■ What to do
Restate word for word the lines of the records below, starting at the line that contains "joint_y = 243.63" and ending at the line that contains "return cq.Workplane(cq.Solid.makeCylinder(diameter /", with both of those lines included and nothing else.

==== Provided entries

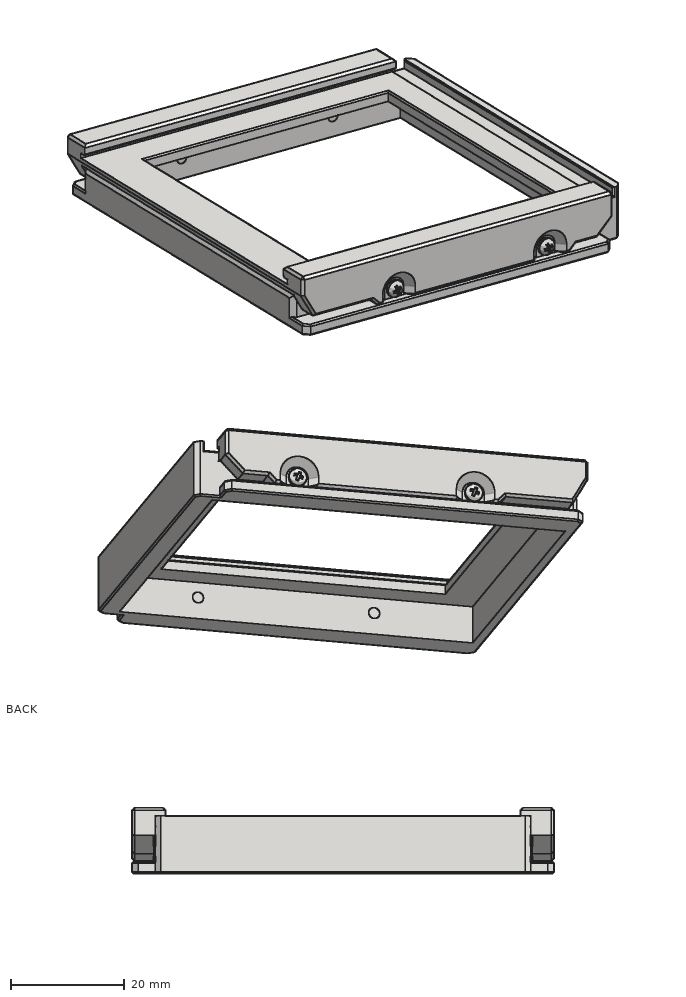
import cadquery as cq
import math

overall_width = 74.5
overall_depth = 70.75
overall_height = 11.65

edge_bevel = 0.5
small_bevel = 0.3

frame_front = 0.7
base_thickness = 2.1
base_corner = 1.1
block_width = 66.25
frame_wall = 1.9
frame_back_wall = 3.6
block_top = 6.75
block_corner = 0.95
block_front_bevel = 1.05
back_wall_depth = 4.3
ledge_top = 8.55
lip_top = 10.2
lip_depth = 1.75
lip_bevel = 0.2

cover_depth = 66.25
wall_thickness = 3.85
wall_bottom = 2.2
plate_top = 8.7
front_slope_top = 8.0
front_slope_run = 2.6
raised_bottom = 3.5
skirt_half_length = 20.45
skirt_center = 36.7
rail_width = 5.97
groove_depth = 1.27
groove_height = 0.9

window_size = 51.9
window_front = 9.05

screw_spacing = 32.2
screw_height = 3.95
head_diameter = 3.2
head_height = 1.2
head_rim_height = 0.5
shank_diameter = 2.0
pocket_depth = 1.5
pocket_outer_radius = 3.5
pocket_taper = 45
cross_length = 1.6
cross_width = 0.45
cross_depth = 0.5
cross_angle = 20

pick_margin = 0.1

half_width = overall_width / 2
half_block = block_width / 2
seat_x = half_width - pocket_depth
shank_length = seat_x - half_block + frame_wall
screw_sites = [
    (side, skirt_center + offset)
    for side in (-1, 1)
    for offset in (-screw_spacing / 2, screw_spacing / 2)
]


def box(x0, x1, y0, y1, z0, z1):
    return cq.Workplane("XY").box(x1 - x0, y1 - y0, z1 - z0, centered=False).translate((x0, y0, z0))


def window(bottom, top):
    half = window_size / 2
    return box(-half, half, window_front, window_front + window_size, bottom, top)


def window_rim():
    """Selector for the top edges of the window."""
    reach = window_size / 2 + pick_margin
    middle = window_front + window_size / 2
    return cq.selectors.BoxSelector(
        (-reach, middle - reach, plate_top - pick_margin),
        (reach, middle + reach, plate_top + pick_margin),
    )


def shank_hole(side, y):
    inner_end = cq.Workplane("YZ", origin=(side * (seat_x - shank_length), y, screw_height))
    return inner_end.circle(shank_diameter / 2).extrude(side * shank_length)


def bevel_ledge(block, wall_front):
    """Bevel the front edge of the lip and the side edges of the lip and the ledge."""
    lip_front = overall_depth - lip_depth
    ledge = cq.selectors.BoxSelector(
        (-overall_width, wall_front + pick_margin, ledge_top - pick_margin),
        (overall_width, lip_front + pick_margin, lip_top + pick_margin),
    )
    lip_edge = cq.selectors.BoxSelector(
        (-half_width, lip_front - pick_margin, lip_top - pick_margin),
        (half_width, lip_front + pick_margin, lip_top + pick_margin),
    )
    block = block.edges(ledge).edges("|Y or |Z").chamfer(small_bevel)
    return block.edges(lip_edge).edges("|X").chamfer(lip_bevel)


def build_frame():
    base = box(-half_width, half_width, frame_front, cover_depth, 0, base_thickness)
    base = base.edges("|Z").chamfer(base_corner)
    base = base.faces(">Z or <Z").edges().chamfer(small_bevel)

    wall_front = overall_depth - back_wall_depth
    profile = [
        (frame_front, 0),
        (overall_depth, 0),
        (overall_depth, lip_top),
        (overall_depth - lip_depth, lip_top),
        (overall_depth - lip_depth, ledge_top),
        (wall_front, ledge_top),
        (wall_front, block_top),
        (frame_front, block_top),
    ]
    block = cq.Workplane("YZ").polyline(profile).close().extrude(half_block, both=True)
    block = block.edges("|Z and (<Y or >Y)").chamfer(block_corner)
    block = block.faces("<Y").edges(">Z").chamfer(block_front_bevel)
    block = block.faces("<Z").edges().chamfer(small_bevel)
    block = bevel_ledge(block, wall_front)

    opening_half = half_block - frame_wall
    opening_front = frame_front + frame_wall
    opening_back = overall_depth - frame_back_wall
    opening = box(-opening_half, opening_half, opening_front, opening_back, 0, block_top)
    frame = base.union(block).cut(opening)
    for side, y in screw_sites:
        frame = frame.cut(shank_hole(side, y))
    return frame


def cover_section():
    rail_x = half_width - rail_width
    groove_x = rail_x + groove_depth
    lip_bottom = plate_top + groove_height
    inner_x = half_width - wall_thickness
    right = [
        (inner_x, block_top),
        (inner_x, wall_bottom),
        (half_width, wall_bottom),
        (half_width, overall_height),
        (rail_x, overall_height),
        (rail_x, lip_bottom + small_bevel),
        (rail_x + small_bevel, lip_bottom),
        (groove_x, lip_bottom),
        (groove_x, plate_top),
    ]
    left = [(-x, z) for x, z in reversed(right)]
    return cq.Workplane("XZ").polyline(right + left).close().extrude(-cover_depth)


def cover_side_outline():
    rise = raised_bottom - wall_bottom
    skirt_front = skirt_center - skirt_half_length
    skirt_back = skirt_center + skirt_half_length
    back_slope = block_top - raised_bottom
    outline = [
        (0, overall_height),
        (0, front_slope_top),
        (front_slope_run, raised_bottom),
        (skirt_front - rise, raised_bottom),
        (skirt_front, wall_bottom),
        (skirt_back, wall_bottom),
        (skirt_back + rise, raised_bottom),
        (cover_depth - back_slope, raised_bottom),
        (cover_depth, block_top),
        (cover_depth, overall_height),
    ]
    return cq.Workplane("YZ").polyline(outline).close().extrude(half_width, both=True)


def screw_pocket(side, y):
    """Tapered pocket with a round top, open at the bottom of the cover wall."""
    r = pocket_outer_radius
    reach = screw_height + r
    pocket = (
        cq.Workplane("YZ", origin=(half_width, y, screw_height))
        .moveTo(-r, -reach)
        .lineTo(-r, 0)
        .threePointArc((0, r), (r, 0))
        .lineTo(r, -reach)
        .close()
        .extrude(-pocket_depth, taper=pocket_taper)
    )
    return pocket if side > 0 else pocket.mirror("YZ")


def pocket_mouth(side, y):
    """Selector for the two sloping edges where a screw pocket opens through the wall bottom."""
    return cq.selectors.BoxSelector(
        (side * (seat_x + pick_margin), y - pocket_outer_radius, wall_bottom - pick_margin),
        (side * (half_width - pick_margin), y + pocket_outer_radius, wall_bottom + pick_margin),
    )


def build_cover():
    cover = cover_section().intersect(cover_side_outline())
    cover = cover.faces("<X or >X or >Z").edges().chamfer(edge_bevel)
    cover = cover.cut(window(block_top, plate_top))
    cover = cover.edges(window_rim()).chamfer(small_bevel)
    for side, y in screw_sites:
        cover = cover.cut(screw_pocket(side, y)).cut(shank_hole(side, y))
    for side, y in screw_sites:
        cover = cover.edges(pocket_mouth(side, y)).chamfer(small_bevel)
    return cover


def build_screw(side, y):
    """Domed cross-head screw; the underside of the head is seated on the pocket floor."""
    head_radius = head_diameter / 2
    shank_radius = shank_diameter / 2
    dome_rise = head_height - head_rim_height
    dome_radius = (head_radius**2 + dome_rise**2) / (2 * dome_rise)
    dome_center = head_height - dome_radius
    dome_middle_x = dome_center + math.sqrt(dome_radius**2 - shank_radius**2)
    screw = (
        cq.Workplane("XY")
        .moveTo(-shank_length, 0)
        .lineTo(-shank_length, shank_radius)
        .lineTo(0, shank_radius)
        .lineTo(0, head_radius)
        .lineTo(head_rim_height, head_radius)
        .threePointArc((dome_middle_x, shank_radius), (head_height, 0))
        .close()
        .revolve(360, (0, 0, 0), (1, 0, 0))
    )
    for size in ((cross_length, cross_width), (cross_width, cross_length)):
        slot = cq.Workplane("YZ").rect(*size).extrude(cross_depth)
        screw = screw.cut(slot.translate((head_height - cross_depth, 0, 0)))
    screw = screw.rotate((0, 0, 0), (1, 0, 0), cross_angle)
    if side < 0:
        screw = screw.mirror("YZ")
    return screw.translate((side * seat_x, y, screw_height))


frame = build_frame()
cover = build_cover()
screws = [build_screw(side, y).val() for side, y in screw_sites]
result = cq.Compound.makeCompound([frame.val(), cover.val(), *screws])
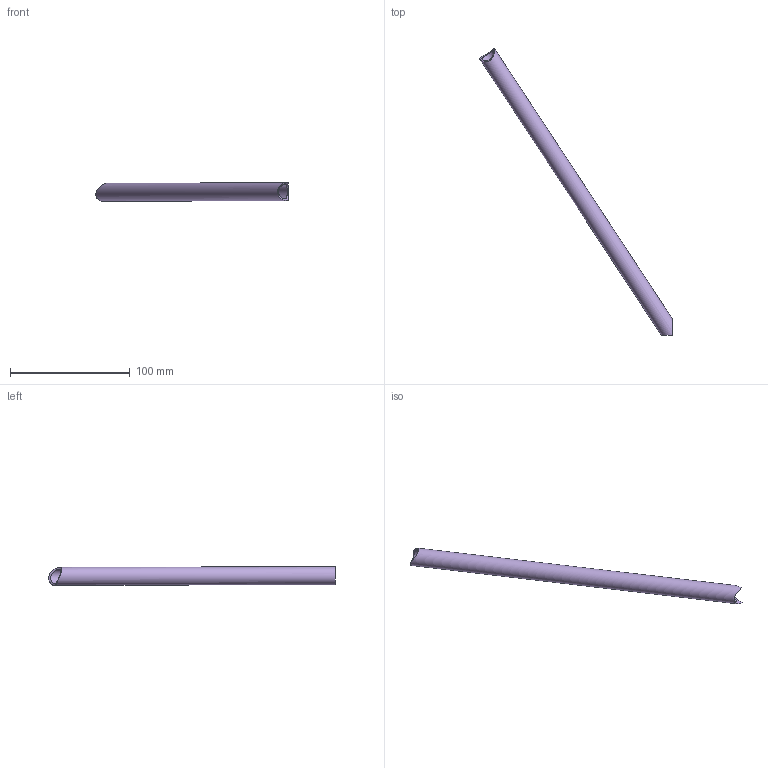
import cadquery as cq
import math

outer_diameter = 15.0
wall = 1.5

joint_x = -160.32
joint_y = 243.63
joint_z = -0.55

post_diameter = 25.0
post_lean_x = 0.087
post_lean_y = -0.416

axis_length = math.hypot(joint_x, joint_y, joint_z)
axis = cq.Vector(joint_x, joint_y, joint_z) / axis_length

cutter_reach = 2 * post_diameter


def rod(diameter, start, direction, length):
    """Solid cylinder from a start point along a direction."""
    return cq.Workplane(cq.Solid.makeCylinder(diameter / 2, length, start, direction))


def cutter(diameter, centre, direction):
    """Cylinder that reaches equally far both ways from a centre point."""
    return rod(diameter, centre - direction * cutter_reach, direction, 2 * cutter_reach)


def make_tube():
    """Hollow tube with square ends, from the origin to the joint."""
    origin = cq.Vector(0, 0, 0)
    outside = rod(outer_diameter, origin, axis, axis_length)
    bore = rod(outer_diameter - 2 * wall, origin, axis, axis_length)
    return outside.cut(bore)


def mirrored_tube():
    """Equal tube mirrored in the YZ plane, which mitres the end at the origin."""
    mirrored_axis = cq.Vector(-axis.x, axis.y, axis.z)
    return cutter(outer_diameter, cq.Vector(0, 0, 0), mirrored_axis)


def leaning_post():
    """Leaning post that copes the end at the joint."""
    post_direction = cq.Vector(post_lean_x, post_lean_y, 1).normalized()
    return cutter(post_diameter, axis * axis_length, post_direction)


result = make_tube().cut(mirrored_tube()).cut(leaning_post())
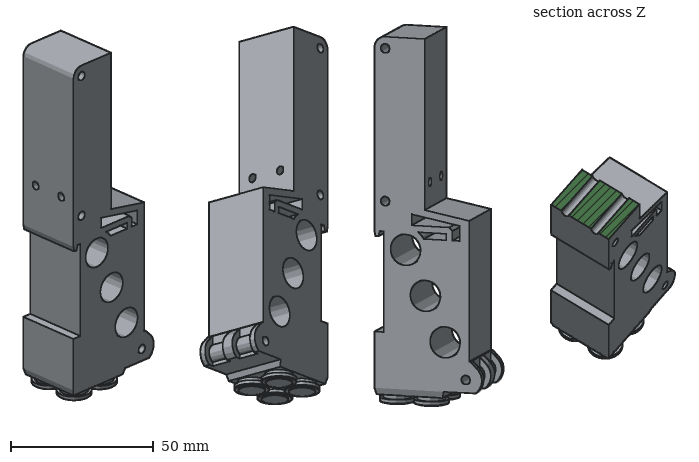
import math

import cadquery as cq

WIDTH = 25.0

BLOCK_DEPTH = 34.85
COLUMN_DEPTH = 18.5
TOP_Z = 125.0
SHOULDER_BACK_Z = 61.25
SHOULDER_FRONT_Z = 64.2
TOP_ROUND = 4.0
SHOULDER_SLOPE = (SHOULDER_FRONT_Z - SHOULDER_BACK_Z) / (BLOCK_DEPTH - COLUMN_DEPTH)

RECESS_DEPTH = 3.4
RECESS_BOTTOM_Z = 20.0
RECESS_TOP_Z = 55.8
HOOK_TIP_Z = 53.9
HOOK_FRONT_TIP_Y = 0.4
HOOK_BACK_TIP_Y = 1.5
HOOK_ROOT_Y = 2.0

LUG_Y = 33.6
LUG_Z = 4.65
LUG_RADIUS = 5.89
LUG_HOLE_DIAMETER = 3.2
LUG_BASE_DEPTH = 35.35
LUG_TANGENT = LUG_RADIUS * math.sqrt(0.5)
LUG_TOP_Z = LUG_Z + LUG_TANGENT + (LUG_Y + LUG_TANGENT - LUG_BASE_DEPTH)
BARREL_RADIUS = 3.65
OUTER_FINGER_WIDTH = 2.2
MIDDLE_FINGER_WIDTH = 4.4

PORT_DIAMETER = 11.0
PORT_CENTRES = [(11.48, 49.65), (18.75, 33.7), (26.02, 17.6)]
PIN_DIAMETER = 3.2
PIN_Y = 4.0
UPPER_PIN_DROP = 4.15
PIN_SPACING = 54.3
PIN_HEIGHTS = [TOP_Z - UPPER_PIN_DROP, TOP_Z - UPPER_PIN_DROP - PIN_SPACING]
SCREW_DIAMETER = 3.0
SCREW_SPACING = 12.7
SCREW_Z = 73.15

LATCH_BACK_Y = 31.4
LATCH_FRONT_Y = 13.7
LATCH_BOTTOM_Z = 53.9
LATCH_ROOF_GAP = 2.6
ARM_TOP_Z = 58.5
ARM_BACK_Y = 28.7
ARM_CHAMFER = 1.2
WINDOW_TOP_Z = 56.2
WINDOW_BACK_Y = 26.4
WINDOW_ARC_RADIUS = 8.0

PAD_DEPTH = 25.5
PAD_HEIGHT = 2.4
PAD_DRAFT = 15.0
FITTING_SPACING = 12.5
NECK_DIAMETER = 10.1
NECK_HEIGHT = 1.5
COLLAR_DIAMETER = 12.4
COLLAR_HEIGHT = 1.5
COLLAR_CHAMFER = 0.25
TIP_DIAMETER = 9.5
TIP_HEIGHT = 0.34


def side_plane():
    """Sketch plane on the -X side: local x runs along Y, local y along Z."""
    return cq.Workplane("YZ", origin=(-WIDTH / 2, 0, 0))


def shoulder_z(y):
    return SHOULDER_BACK_Z + SHOULDER_SLOPE * (BLOCK_DEPTH - y)


def make_body():
    outline = [
        (0, 0),
        (BLOCK_DEPTH, 0),
        (BLOCK_DEPTH, SHOULDER_BACK_Z),
        (COLUMN_DEPTH, SHOULDER_FRONT_Z),
        (COLUMN_DEPTH, TOP_Z),
        (0, TOP_Z),
        (0, RECESS_TOP_Z),
        (HOOK_FRONT_TIP_Y, HOOK_TIP_Z),
        (HOOK_BACK_TIP_Y, HOOK_TIP_Z),
        (HOOK_ROOT_Y, RECESS_TOP_Z),
        (RECESS_DEPTH, RECESS_TOP_Z),
        (RECESS_DEPTH, RECESS_BOTTOM_Z),
        (0, RECESS_BOTTOM_Z),
    ]
    body = side_plane().polyline(outline).close().extrude(WIDTH)
    return body.edges("|X and >Z and <Y").fillet(TOP_ROUND)


def lug_finger(x_start, width):
    """Round lug with a 45 degree flank rising to the lug base, cut level with the block underside."""
    half_chord = math.sqrt(LUG_RADIUS**2 - LUG_Z**2)
    return (
        cq.Workplane("YZ", origin=(x_start, 0, 0))
        .moveTo(LUG_Y, 0)
        .lineTo(LUG_Y + half_chord, 0)
        .threePointArc((LUG_Y + LUG_RADIUS, LUG_Z), (LUG_Y + LUG_TANGENT, LUG_Z + LUG_TANGENT))
        .lineTo(LUG_BASE_DEPTH, LUG_TOP_Z)
        .lineTo(LUG_Y, LUG_TOP_Z)
        .close()
        .extrude(width)
    )


def add_lug(body):
    fingers = [
        (-WIDTH / 2, OUTER_FINGER_WIDTH),
        (-MIDDLE_FINGER_WIDTH / 2, MIDDLE_FINGER_WIDTH),
        (WIDTH / 2 - OUTER_FINGER_WIDTH, OUTER_FINGER_WIDTH),
    ]
    for x_start, width in fingers:
        body = body.union(lug_finger(x_start, width))
    base_outline = [(LUG_Y, 0), (LUG_BASE_DEPTH, 0), (LUG_BASE_DEPTH, LUG_TOP_Z), (LUG_Y, LUG_TOP_Z)]
    base = side_plane().polyline(base_outline).close().extrude(WIDTH)
    barrel = side_plane().center(LUG_Y, LUG_Z).circle(BARREL_RADIUS).extrude(WIDTH)
    return body.union(base).union(barrel)


def cross_hole(y, z, diameter):
    return side_plane().center(y, z).circle(diameter / 2).extrude(WIDTH)


def cut_holes(body):
    for y, z in PORT_CENTRES:
        body = body.cut(cross_hole(y, z, PORT_DIAMETER))
    for z in PIN_HEIGHTS:
        body = body.cut(cross_hole(PIN_Y, z, PIN_DIAMETER))
    body = body.cut(cross_hole(LUG_Y, LUG_Z, LUG_HOLE_DIAMETER))
    for x in (-SCREW_SPACING / 2, SCREW_SPACING / 2):
        screw = cq.Workplane("XZ").center(x, SCREW_Z).circle(SCREW_DIAMETER / 2).extrude(-COLUMN_DEPTH)
        body = body.cut(screw)
    return body


def latch_slot():
    """L-shaped slot that frees the top and back of the latch arm."""
    outline = [
        (LATCH_BACK_Y, LATCH_BOTTOM_Z),
        (LATCH_BACK_Y, shoulder_z(LATCH_BACK_Y) - LATCH_ROOF_GAP),
        (LATCH_FRONT_Y, shoulder_z(LATCH_FRONT_Y) - LATCH_ROOF_GAP),
        (LATCH_FRONT_Y, ARM_TOP_Z),
        (ARM_BACK_Y - ARM_CHAMFER, ARM_TOP_Z),
        (ARM_BACK_Y, ARM_TOP_Z - ARM_CHAMFER),
        (ARM_BACK_Y, LATCH_BOTTOM_Z),
    ]
    return side_plane().polyline(outline).close().extrude(WIDTH)


def latch_window():
    """Slot below the latch arm, ending in an arc around the upper port."""
    port_y, port_z = PORT_CENTRES[0]

    def arc_point(z):
        return (port_y + math.sqrt(WINDOW_ARC_RADIUS**2 - (z - port_z) ** 2), z)

    middle_z = (LATCH_BOTTOM_Z + WINDOW_TOP_Z) / 2
    return (
        side_plane()
        .moveTo(WINDOW_BACK_Y, LATCH_BOTTOM_Z)
        .lineTo(WINDOW_BACK_Y, WINDOW_TOP_Z)
        .lineTo(*arc_point(WINDOW_TOP_Z))
        .threePointArc(arc_point(middle_z), arc_point(LATCH_BOTTOM_Z))
        .close()
        .extrude(WIDTH)
    )


def make_pad():
    pad_plane = cq.Workplane("XY", origin=(0, PAD_DEPTH / 2, 0))
    return pad_plane.rect(WIDTH, PAD_DEPTH).extrude(-PAD_HEIGHT, taper=PAD_DRAFT)


def make_fitting():
    """Push-in fitting hanging down from Z = 0: neck, wider chamfered collar and low tip."""
    collar_bottom = -NECK_HEIGHT - COLLAR_HEIGHT
    tip_bottom = collar_bottom - TIP_HEIGHT
    profile = [
        (0, 0),
        (NECK_DIAMETER / 2, 0),
        (NECK_DIAMETER / 2, -NECK_HEIGHT),
        (COLLAR_DIAMETER / 2, -NECK_HEIGHT),
        (COLLAR_DIAMETER / 2, collar_bottom + COLLAR_CHAMFER),
        (COLLAR_DIAMETER / 2 - COLLAR_CHAMFER, collar_bottom),
        (TIP_DIAMETER / 2, collar_bottom),
        (TIP_DIAMETER / 2, tip_bottom),
        (0, tip_bottom),
    ]
    return cq.Workplane("XZ").polyline(profile).close().revolve(360, (0, 0, 0), (0, 1, 0))


def add_fittings(body):
    fitting = make_fitting()
    half = FITTING_SPACING / 2
    for x in (-half, half):
        for y in (PAD_DEPTH / 2 - half, PAD_DEPTH / 2 + half):
            body = body.union(fitting.translate((x, y, -PAD_HEIGHT)))
    return body


result = add_lug(make_body())
result = cut_holes(result)
result = result.cut(latch_slot()).cut(latch_window())
result = result.union(make_pad())
result = add_fittings(result)
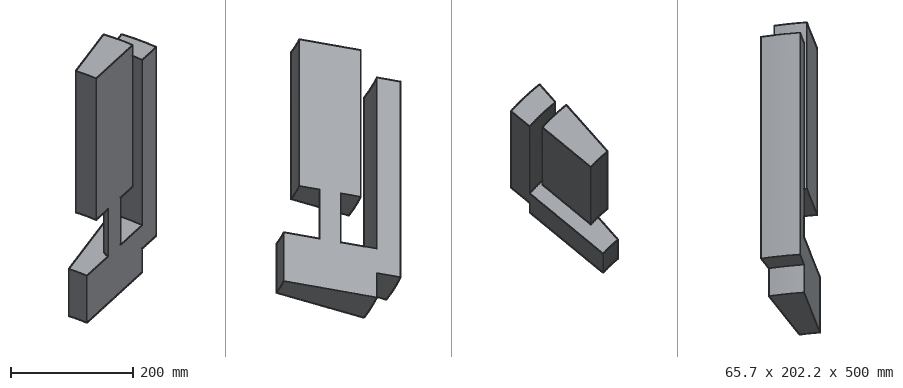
import cadquery as cq
import math

SECTOR_ANGLE = 9.0

WALL_OUTER_RADIUS = 420.0
WALL_INNER_RADIUS = 379.5
BASE_INNER_RADIUS = 220.5
BLOCK_OUTER_RADIUS = 352.0
BLOCK_INNER_RADIUS = 247.0

TOTAL_HEIGHT = 500.0
BASE_HEIGHT = 100.0
WALL_BOTTOM = BASE_HEIGHT / 2
WALL_HEIGHT = 400.0
BLOCK_HEIGHT = 300.0
BLOCK_BOTTOM = TOTAL_HEIGHT - BLOCK_HEIGHT

ROD_RADIUS = 18.0
ROD_CENTER_Y = 300.0


def polar_point(radius, angle):
    """Point at an angle in degrees from +Y toward -X."""
    turn = math.radians(angle)
    return (-radius * math.sin(turn), radius * math.cos(turn))


def ring_sector(inner_radius, outer_radius, bottom, height):
    """Upright slice of a ring spanning the sector angle."""
    middle_angle = SECTOR_ANGLE / 2
    return (
        cq.Workplane("XY", origin=(0, 0, bottom))
        .moveTo(*polar_point(inner_radius, 0))
        .lineTo(*polar_point(outer_radius, 0))
        .threePointArc(polar_point(outer_radius, middle_angle), polar_point(outer_radius, SECTOR_ANGLE))
        .lineTo(*polar_point(inner_radius, SECTOR_ANGLE))
        .threePointArc(polar_point(inner_radius, middle_angle), polar_point(inner_radius, 0))
        .close()
        .extrude(height)
    )


def half_rod(bottom, height):
    """Half cylinder with its flat side on the YZ plane."""
    return (
        cq.Workplane("XY", origin=(0, ROD_CENTER_Y, bottom))
        .moveTo(0, -ROD_RADIUS)
        .threePointArc((-ROD_RADIUS, 0), (0, ROD_RADIUS))
        .close()
        .extrude(height)
    )


base = ring_sector(BASE_INNER_RADIUS, WALL_INNER_RADIUS, 0, BASE_HEIGHT)
wall = ring_sector(WALL_INNER_RADIUS, WALL_OUTER_RADIUS, WALL_BOTTOM, WALL_HEIGHT)
block = ring_sector(BLOCK_INNER_RADIUS, BLOCK_OUTER_RADIUS, BLOCK_BOTTOM, BLOCK_HEIGHT)
rod = half_rod(BASE_HEIGHT, BLOCK_BOTTOM - BASE_HEIGHT)

result = base.union(wall).union(rod).union(block)
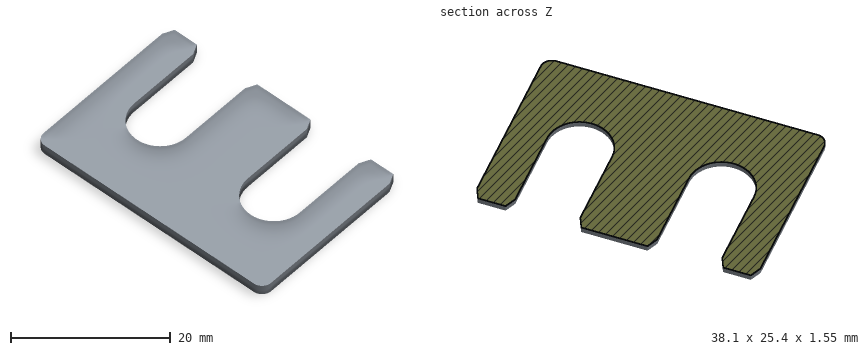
import cadquery as cq

length = 38.1
width = 25.4
thickness = 1.55
corner_radius = 1.52

slot_offset = length / 4
slot_radius = 4.35
slot_floor = 8.42

bevel_across = 0.72
bevel_along = 1.52

front_y = -width / 2
back_y = width / 2
slot_center_y = front_y + slot_floor + slot_radius
bevel_start_y = back_y - bevel_along


def make_plate():
    """Flat plate with rounded front corners and bevelled back corners."""
    half_length = length / 2
    plate = (
        cq.Workplane("XY")
        .moveTo(-half_length, front_y)
        .lineTo(half_length, front_y)
        .lineTo(half_length, bevel_start_y)
        .lineTo(half_length - bevel_across, back_y)
        .lineTo(-half_length + bevel_across, back_y)
        .lineTo(-half_length, bevel_start_y)
        .close()
        .extrude(thickness)
    )
    return plate.edges("|Z and <Y").fillet(corner_radius)


def make_slot(center_x):
    """Round-bottomed slot that flares out at the back edge."""
    left = center_x - slot_radius
    right = center_x + slot_radius
    return (
        cq.Workplane("XY")
        .moveTo(left, slot_center_y)
        .threePointArc((center_x, slot_center_y - slot_radius), (right, slot_center_y))
        .lineTo(right, bevel_start_y)
        .lineTo(right + bevel_across, back_y)
        .lineTo(left - bevel_across, back_y)
        .lineTo(left, bevel_start_y)
        .close()
        .extrude(thickness)
    )


result = make_plate()
for slot_x in (-slot_offset, slot_offset):
    result = result.cut(make_slot(slot_x))

========

■ Answer to the exercise
joint_y = 243.63
joint_z = -0.55

post_diameter = 25.0
post_lean_x = 0.087
post_lean_y = -0.416

axis_length = math.hypot(joint_x, joint_y, joint_z)
axis = cq.Vector(joint_x, joint_y, joint_z) / axis_length

cutter_reach = 2 * post_diameter


def rod(diameter, start, direction, length):
    """Solid cylinder from a start point along a direction."""
    return cq.Workplane(cq.Solid.makeCylinder(diameter / 2, length, start, direction))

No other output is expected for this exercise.